We will try this using a separate copy of the example data:
```{r, echo = TRUE, eval = FALSE}
x <- rl.ex01
records2update <- x[outliersUV(x$muac, fence = 3), ]
records2update <- edit(records2update)
x[row.names(records2update), ] <- records2update
```
We can check that the edits have been made using:
```{r, echo = FALSE, eval = TRUE}
x <- rl.ex01
records2update <- x[outliersUV(x$muac, fence = 3), ]
#records2update <- edit(records2update)
x[row.names(records2update), ] <- records2update
```
```{r, echo = TRUE, eval = FALSE}
x[outliersUV(x$muac, fence = 3), ]
```
If you have fixed the problems in the data this should return:
```{r, echo = FALSE, eval = TRUE}
x[outliersUV(x$muac, fence = 3), ]
```
The `edit()` function works differently on different operating systems and with different graphical user interfaces. If you are using *RStudio* or *RAnalyticFlow* on OS X you will need to install *XQuartz* if you want to use the `edit()` function. *XQuartz* is available from:
[https://www.xquartz.org/index.html](https://www.xquartz.org/index.html)

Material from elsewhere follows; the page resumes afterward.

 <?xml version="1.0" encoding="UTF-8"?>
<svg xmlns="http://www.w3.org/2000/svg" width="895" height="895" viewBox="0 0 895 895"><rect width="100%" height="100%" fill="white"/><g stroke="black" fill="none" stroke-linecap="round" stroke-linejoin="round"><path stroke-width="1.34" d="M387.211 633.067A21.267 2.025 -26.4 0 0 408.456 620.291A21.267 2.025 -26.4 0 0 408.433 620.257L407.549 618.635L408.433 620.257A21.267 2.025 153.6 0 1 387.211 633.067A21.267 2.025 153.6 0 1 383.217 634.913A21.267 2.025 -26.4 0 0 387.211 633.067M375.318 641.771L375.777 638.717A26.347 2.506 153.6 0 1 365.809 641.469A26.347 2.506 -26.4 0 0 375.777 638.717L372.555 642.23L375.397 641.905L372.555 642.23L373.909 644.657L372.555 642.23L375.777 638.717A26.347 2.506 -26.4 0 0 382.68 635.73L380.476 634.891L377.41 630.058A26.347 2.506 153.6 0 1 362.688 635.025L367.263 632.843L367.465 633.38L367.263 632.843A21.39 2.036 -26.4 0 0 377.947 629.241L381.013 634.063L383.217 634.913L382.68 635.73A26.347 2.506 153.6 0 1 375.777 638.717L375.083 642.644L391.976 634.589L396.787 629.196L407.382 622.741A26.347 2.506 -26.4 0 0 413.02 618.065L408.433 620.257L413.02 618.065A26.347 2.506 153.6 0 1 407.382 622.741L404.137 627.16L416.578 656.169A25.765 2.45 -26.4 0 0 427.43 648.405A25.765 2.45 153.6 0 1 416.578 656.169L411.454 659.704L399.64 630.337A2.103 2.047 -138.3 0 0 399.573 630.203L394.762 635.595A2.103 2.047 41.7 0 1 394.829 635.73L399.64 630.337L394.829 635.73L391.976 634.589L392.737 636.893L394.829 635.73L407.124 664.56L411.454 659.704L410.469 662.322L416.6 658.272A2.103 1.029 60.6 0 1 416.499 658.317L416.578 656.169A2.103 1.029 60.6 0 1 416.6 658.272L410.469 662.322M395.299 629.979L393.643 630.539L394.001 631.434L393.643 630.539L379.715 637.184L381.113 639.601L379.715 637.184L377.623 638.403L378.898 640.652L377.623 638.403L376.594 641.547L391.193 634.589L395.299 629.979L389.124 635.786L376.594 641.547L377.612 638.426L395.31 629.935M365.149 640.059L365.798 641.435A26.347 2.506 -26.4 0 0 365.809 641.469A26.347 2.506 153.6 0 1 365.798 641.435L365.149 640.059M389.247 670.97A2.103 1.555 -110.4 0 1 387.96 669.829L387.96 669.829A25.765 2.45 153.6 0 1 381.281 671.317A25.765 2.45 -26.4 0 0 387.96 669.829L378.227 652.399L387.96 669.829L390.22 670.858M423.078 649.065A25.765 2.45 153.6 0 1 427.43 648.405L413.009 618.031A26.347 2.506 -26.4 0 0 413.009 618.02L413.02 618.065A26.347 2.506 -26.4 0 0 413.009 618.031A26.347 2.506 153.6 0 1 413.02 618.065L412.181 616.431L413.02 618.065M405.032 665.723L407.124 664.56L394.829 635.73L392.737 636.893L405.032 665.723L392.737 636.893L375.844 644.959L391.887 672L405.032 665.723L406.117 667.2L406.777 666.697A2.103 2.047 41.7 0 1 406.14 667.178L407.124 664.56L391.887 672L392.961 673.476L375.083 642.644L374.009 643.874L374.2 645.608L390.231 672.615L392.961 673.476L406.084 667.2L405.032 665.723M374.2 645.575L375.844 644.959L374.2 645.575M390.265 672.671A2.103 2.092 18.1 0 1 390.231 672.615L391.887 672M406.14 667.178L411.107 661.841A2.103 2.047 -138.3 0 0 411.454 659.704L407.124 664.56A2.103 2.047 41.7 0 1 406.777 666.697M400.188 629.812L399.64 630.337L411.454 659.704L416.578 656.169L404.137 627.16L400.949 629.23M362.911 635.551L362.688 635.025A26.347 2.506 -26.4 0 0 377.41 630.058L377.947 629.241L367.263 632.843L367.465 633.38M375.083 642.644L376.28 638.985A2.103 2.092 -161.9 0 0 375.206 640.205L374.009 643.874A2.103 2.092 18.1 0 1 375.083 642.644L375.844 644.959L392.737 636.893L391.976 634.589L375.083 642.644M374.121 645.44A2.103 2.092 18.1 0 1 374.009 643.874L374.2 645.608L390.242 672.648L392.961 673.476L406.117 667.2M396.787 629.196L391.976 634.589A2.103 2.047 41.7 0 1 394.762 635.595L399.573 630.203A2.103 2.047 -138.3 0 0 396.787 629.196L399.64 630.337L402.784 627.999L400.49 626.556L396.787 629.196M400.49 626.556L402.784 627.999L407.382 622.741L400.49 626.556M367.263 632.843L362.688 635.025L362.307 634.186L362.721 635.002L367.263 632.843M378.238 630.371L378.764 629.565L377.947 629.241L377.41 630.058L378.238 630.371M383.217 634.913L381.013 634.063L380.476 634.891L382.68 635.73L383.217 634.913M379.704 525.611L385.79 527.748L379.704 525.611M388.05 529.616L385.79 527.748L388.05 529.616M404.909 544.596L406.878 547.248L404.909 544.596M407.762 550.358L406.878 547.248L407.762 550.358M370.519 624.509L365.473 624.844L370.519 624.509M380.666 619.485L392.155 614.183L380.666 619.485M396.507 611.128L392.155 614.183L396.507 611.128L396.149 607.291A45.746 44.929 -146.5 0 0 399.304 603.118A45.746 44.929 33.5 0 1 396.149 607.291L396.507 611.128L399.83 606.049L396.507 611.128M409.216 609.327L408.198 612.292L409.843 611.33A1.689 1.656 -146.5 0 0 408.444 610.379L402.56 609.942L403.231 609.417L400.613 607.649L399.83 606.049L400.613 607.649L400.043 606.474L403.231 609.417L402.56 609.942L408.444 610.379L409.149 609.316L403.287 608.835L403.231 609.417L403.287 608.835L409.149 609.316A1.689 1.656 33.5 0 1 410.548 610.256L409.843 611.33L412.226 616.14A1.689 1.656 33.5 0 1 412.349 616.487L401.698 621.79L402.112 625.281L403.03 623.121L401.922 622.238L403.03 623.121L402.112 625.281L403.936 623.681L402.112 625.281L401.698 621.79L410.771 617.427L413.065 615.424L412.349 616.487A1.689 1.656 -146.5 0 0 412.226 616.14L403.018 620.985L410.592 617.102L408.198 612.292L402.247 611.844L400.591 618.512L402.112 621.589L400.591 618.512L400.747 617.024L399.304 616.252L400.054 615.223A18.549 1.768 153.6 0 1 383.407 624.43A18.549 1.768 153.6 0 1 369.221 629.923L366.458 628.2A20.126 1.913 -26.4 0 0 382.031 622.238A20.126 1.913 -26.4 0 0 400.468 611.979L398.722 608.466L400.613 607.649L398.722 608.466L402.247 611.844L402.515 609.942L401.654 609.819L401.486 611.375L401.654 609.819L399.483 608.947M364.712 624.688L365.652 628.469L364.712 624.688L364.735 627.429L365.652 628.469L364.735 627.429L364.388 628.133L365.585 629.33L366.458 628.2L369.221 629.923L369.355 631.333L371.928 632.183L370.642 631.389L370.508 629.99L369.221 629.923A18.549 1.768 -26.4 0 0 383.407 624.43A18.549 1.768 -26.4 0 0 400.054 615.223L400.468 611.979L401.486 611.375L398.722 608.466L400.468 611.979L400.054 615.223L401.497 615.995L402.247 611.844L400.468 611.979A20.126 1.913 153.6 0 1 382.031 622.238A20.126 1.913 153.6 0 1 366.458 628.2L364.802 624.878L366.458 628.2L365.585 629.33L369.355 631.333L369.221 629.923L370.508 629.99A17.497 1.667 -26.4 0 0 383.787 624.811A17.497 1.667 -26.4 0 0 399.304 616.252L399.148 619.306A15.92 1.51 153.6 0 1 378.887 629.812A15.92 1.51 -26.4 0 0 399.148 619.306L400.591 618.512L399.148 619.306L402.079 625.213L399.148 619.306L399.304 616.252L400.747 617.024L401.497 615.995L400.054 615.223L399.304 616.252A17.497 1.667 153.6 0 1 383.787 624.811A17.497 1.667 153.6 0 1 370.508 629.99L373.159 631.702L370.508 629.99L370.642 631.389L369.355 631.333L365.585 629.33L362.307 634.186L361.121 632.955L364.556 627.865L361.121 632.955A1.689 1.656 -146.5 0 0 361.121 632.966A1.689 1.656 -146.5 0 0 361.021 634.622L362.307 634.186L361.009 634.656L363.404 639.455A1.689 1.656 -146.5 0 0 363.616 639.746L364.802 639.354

## Checking categorical variables
We can use the **table()** function to examine the codes used in categorical variables. For example:
```{r, echo = TRUE, eval = FALSE}
table(svy$sex)
```
returns:
```{r, echo = FALSE, eval = TRUE}
table(svy$sex)
```
The intention was that the **sex** variable was coded using 1 for male and 2 for female but in a small number of records the codes **M** for male and **F** for female have been used. A mixed coding scheme like this will complicate data-management and data-analysis. Data in the sex variable should be edited to ensure that consistent coding is used:
```{r, echo = TRUE, eval = TRUE}
svy$sex[svy$sex == "M"] <- 1
svy$sex[svy$sex == "F"] <- 2
```
You may find that a few records contain meaningless codes. The code **3** in the example dataset has, very probably, no meaning and is likely to be a simple data entry error. This record should be checked and corrected, if possible. If the record cannot be corrected then the **sex** variable should be set to missing:
```{r, echo = TRUE, eval = TRUE}
svy$sex[svy$sex == 3] <- NA
```
Legal value checks should be repeated after editing to ensure that problems have been fixed:
```{r, echo = TRUE, eval = FALSE}
table(svy$sex)
```
now returns:
```{r, echo = FALSE, eval = TRUE}
table(svy$sex)
```
The table contains cells for the values **M**, **F**, and **3** because *R* imported the variable as a categorical or "factor" variable:
```{r, echo = TRUE, eval = FALSE}
str(svy)
```
returns:
```{r, echo = FALSE, eval = TRUE}
str(svy)
```
We can fix this by redefining the levels of the sex variable:
```{r, echo = TRUE, eval = TRUE}
levels(svy$sex) <- c("1", "2", NA, NA, NA)
table(svy$sex)
```
## Saving changes
We have edited some data.
We usually want to save changes.
It is simple to save a dataset in a comma-separated-value (CSV) text file using the `write.table()` function:
```{r, echo = TRUE, eval = FALSE}
write.table(x = svy, file = "rl.ex01.clean.csv", sep = ",", quote = FALSE,
row.names = FALSE, fileEncoding = "ASCII")
```
*R* can work with a variety of files format but it is usually simplest to work with simple text files.